I realize it has a great deal to do with location but I'm seeing brand new completed homes with yards, minimal landscaping, a driveway and a few appliances for $100/sqft. I'm asking for the same thing minus the lawn, landscaping, driveway & appliances which puts one particular house right at $79/sqft. I'm OK with that and they'll still make MORE money on the deal as there's no realtor involved, they're building the house on my dime not their own finances and they don't have to sit on it for months after completion all the while paying utilities and taxes.


----------



## Gilley23 (May 9, 2017)

How cheap can you get the dirt for and what is your expectation of the quality of the finishes? You can do $80/sq ft, but you're going to have to give up something to get it.

The cheapest way to build is a 2 story box. The smaller the foundation the cheaper. Keep the roof lines simple and not cut up. Engineered trusses are cheaper than stick built.


----------



## jmartel (Jul 6, 2012)

When I looked a couple years ago, $100-120 was more typical.

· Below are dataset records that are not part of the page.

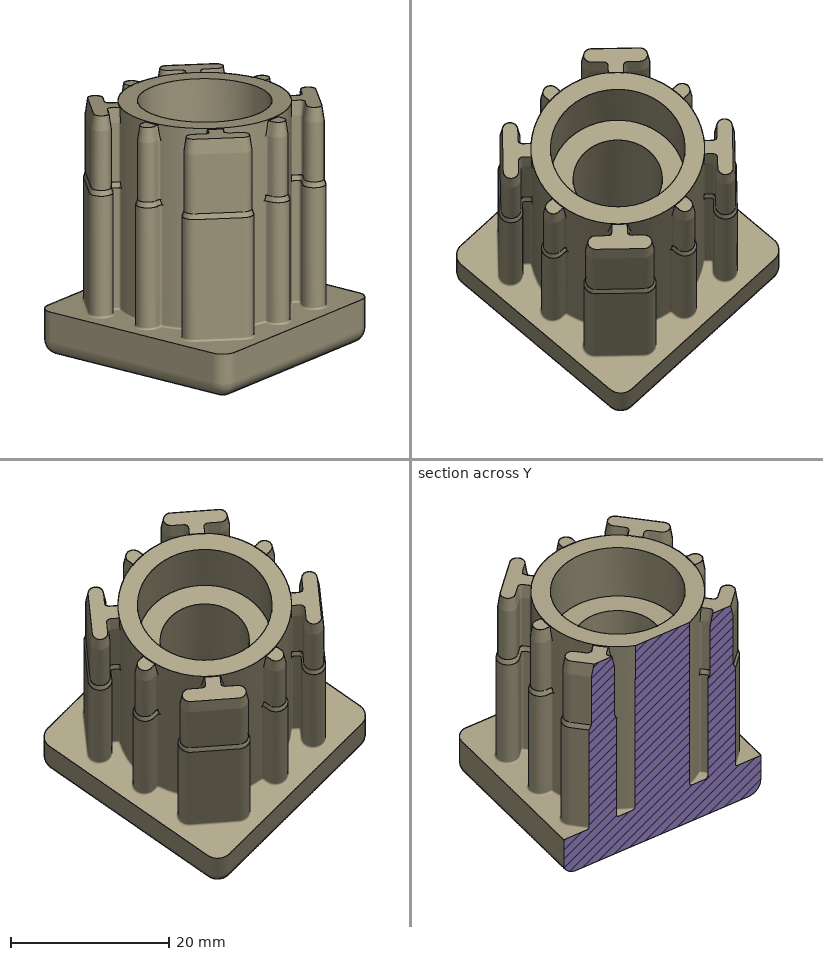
import cadquery as cq
import math

flange_side = 30.0
flange_thickness = 6.0
flange_radius = 1.98
bottom_radius = 1.95

total_height = 33.0
tube_radius = 11.0
bore_radius = 8.5
bore_depth = 8.0
hole_radius = 5.65
root_overlap = 0.005
upper_root_radius = tube_radius - root_overlap

lower_thickness = 3.0
upper_thickness = 2.55
tip_thickness = 1.95
rib_reach = 13.25
head_length = 6.15
valley_radius = 0.3
foot_radius = 0.25

step_bottom = 22.3
step_top = 23.0
tip_bottom = 30.9
tip_top = 32.87

end_centre = rib_reach - lower_thickness / 2
head_distance = math.sqrt(2) * end_centre - head_length / 2


def rib_section(thickness, root_radius):
    """Outline of all the ribs around a solid core, with the inner corners rounded."""
    base = cq.Workplane("XY")
    slab_height = 0.33
    slab = base.circle(root_radius).extrude(slab_height)
    side_length = end_centre + thickness / 2
    side_rib = base.center(side_length / 2, 0).slot2D(side_length, thickness).extrude(slab_height)
    web = base.center(head_distance / 2, 0).rect(head_distance, thickness).extrude(slab_height)
    head = base.center(head_distance, 0).slot2D(head_length + thickness, thickness, 90).extrude(slab_height)
    corner_rib = web.union(head).rotate((0, 0, 0), (0, 0, 1), 45)
    for quarter in range(4):
        ribs = side_rib.union(corner_rib)
        slab = slab.union(ribs.rotate((0, 0, 0), (0, 0, 1), 90 * quarter))

    outline = slab.clean().faces("<Z").val().outerWire()
    return outline.offset2D(valley_radius)[0].offset2D(-valley_radius)[0]


def rib_layer(bottom, top, bottom_thickness, top_thickness, root_radius):
    """Core and ribs between two heights, with the rib thickness changing evenly."""
    height = top - bottom
    taper = math.degrees(math.atan((bottom_thickness - top_thickness) / 2 / height))
    outline = rib_section(bottom_thickness, root_radius).translate(cq.Vector(0, 0, bottom))
    return cq.Workplane("XY", origin=(0, 0, bottom)).add(outline).toPending().extrude(height, taper=taper)


def flange():
    plate = cq.Workplane("XY").rect(flange_side, flange_side).extrude(flange_thickness)
    return plate.edges("|Z").fillet(flange_radius).faces("<Z").edges().fillet(bottom_radius)


def foot_edges():
    """Selector for the edges where the tube and ribs stand on the flange."""
    inside = flange_side / 2 - foot_radius
    low = flange_thickness - foot_radius
    high = flange_thickness + foot_radius
    return cq.selectors.BoxSelector((-inside, -inside, low), (inside, inside, high), boundingbox=True)


lower_part = rib_layer(flange_thickness, step_bottom, lower_thickness, lower_thickness, tube_radius)
lower_part = flange().union(lower_part).edges(foot_edges()).fillet(foot_radius)

upper_layers = [
    (step_bottom, step_top, lower_thickness, upper_thickness),
    (step_top, tip_bottom, upper_thickness, upper_thickness),
    (tip_bottom, tip_top, upper_thickness, tip_thickness),
]
upper_tube_height = total_height - step_bottom
upper_part = cq.Workplane("XY", origin=(0, 0, step_bottom)).circle(tube_radius).extrude(upper_tube_height)
for bottom, top, bottom_thickness, top_thickness in upper_layers:
    upper_part = upper_part.union(rib_layer(bottom, top, bottom_thickness, top_thickness, upper_root_radius))

body = lower_part.union(upper_part)

hole = cq.Workplane("XY").circle(hole_radius).extrude(total_height)
bore = cq.Workplane("XY", origin=(0, 0, total_height - bore_depth)).circle(bore_radius).extrude(bore_depth)
result = body.cut(hole).cut(bore)

Remember that it's cheaper per square foot to go bigger, usually. So bigger houses get a cost break based off of that.


----------



## firefighterontheside (Apr 26, 2013)

+1 what Gilley said.


----------



## bigblockyeti (Sep 9, 2013)

The dirt I'm paying cash for so that's out of the equation all together. Remember, this is SC and things are likely priced differently. I'm looking at multiple spec homes now priced @ $98/sqft. lot included. I just want to remove the cost of the lot, lawn, landscaping & appliances and change exactly nothing else.


----------



## tomsteve (Jan 23, 2015)

can ya be your own general contractor/builder? line up all the trades yourself? basically cut out the middleman.


----------



## bigblockyeti (Sep 9, 2013)

Moving to a new state and learning new rules would make that tough, getting it done without know anyone in the trades, specifically their speed and quality would make it really tough. The bank issuing a construction loan wanting builder approval prior to lending makes it tougher yet

I fully intend on building a house with my own two hands at some point, but being able to skip financing would be very helpful in doing so as would be having older kids as assets to help vs. my now young kids as liabilities.


----------



## Gilley23 (May 9, 2017)

How do you feel about manufactured homes? I'm not talking about mobile homes. Built elsewhere and taken to the site and assembled.


----------



## bigblockyeti (Sep 9, 2013)

Not object to the idea, I know my wife would be however. This Old House did a high end one once, that I could use to sway her I'm sure but I still need to research what it would cost.


----------



## AlaskaGuy (Jan 29, 2012)

Seems to me like you should be asking some of your local contractors.


----------



## bladedust (Mar 12, 2012)

Another option would be to take an existing home and renovate to your liking. There are renovations loan available that would even allow for additions. This is what I do for a living, so feel free to message me if you want details.


----------



## bigblockyeti (Sep 9, 2013)

> Seems to me like you should be asking some of your local contractors.
> 
> - AlaskaGuy


This is high on my priority list when I become local, I've got feelers out there with several different folks, a lot of family in the area included. I've gone the renovation route before and while it's not out of the question, getting in the right school district with a lot in the right area that's the right size greatly complicates that route.


----------



## ArtMann (Mar 1, 2016)

I am about to finish my custom house right now and I am well versed on building in my area. My house will cost about $120 including the lot. You can probably get someone to build a house for close to $80. It will have the cheapest materials and methods the building inspector will permit. The light fixtures, door hardware, flooring, and other materials will all be "contractor grade".. The quality custom builders in my area would probably not be interested because they are building more expensive and higher profit houses.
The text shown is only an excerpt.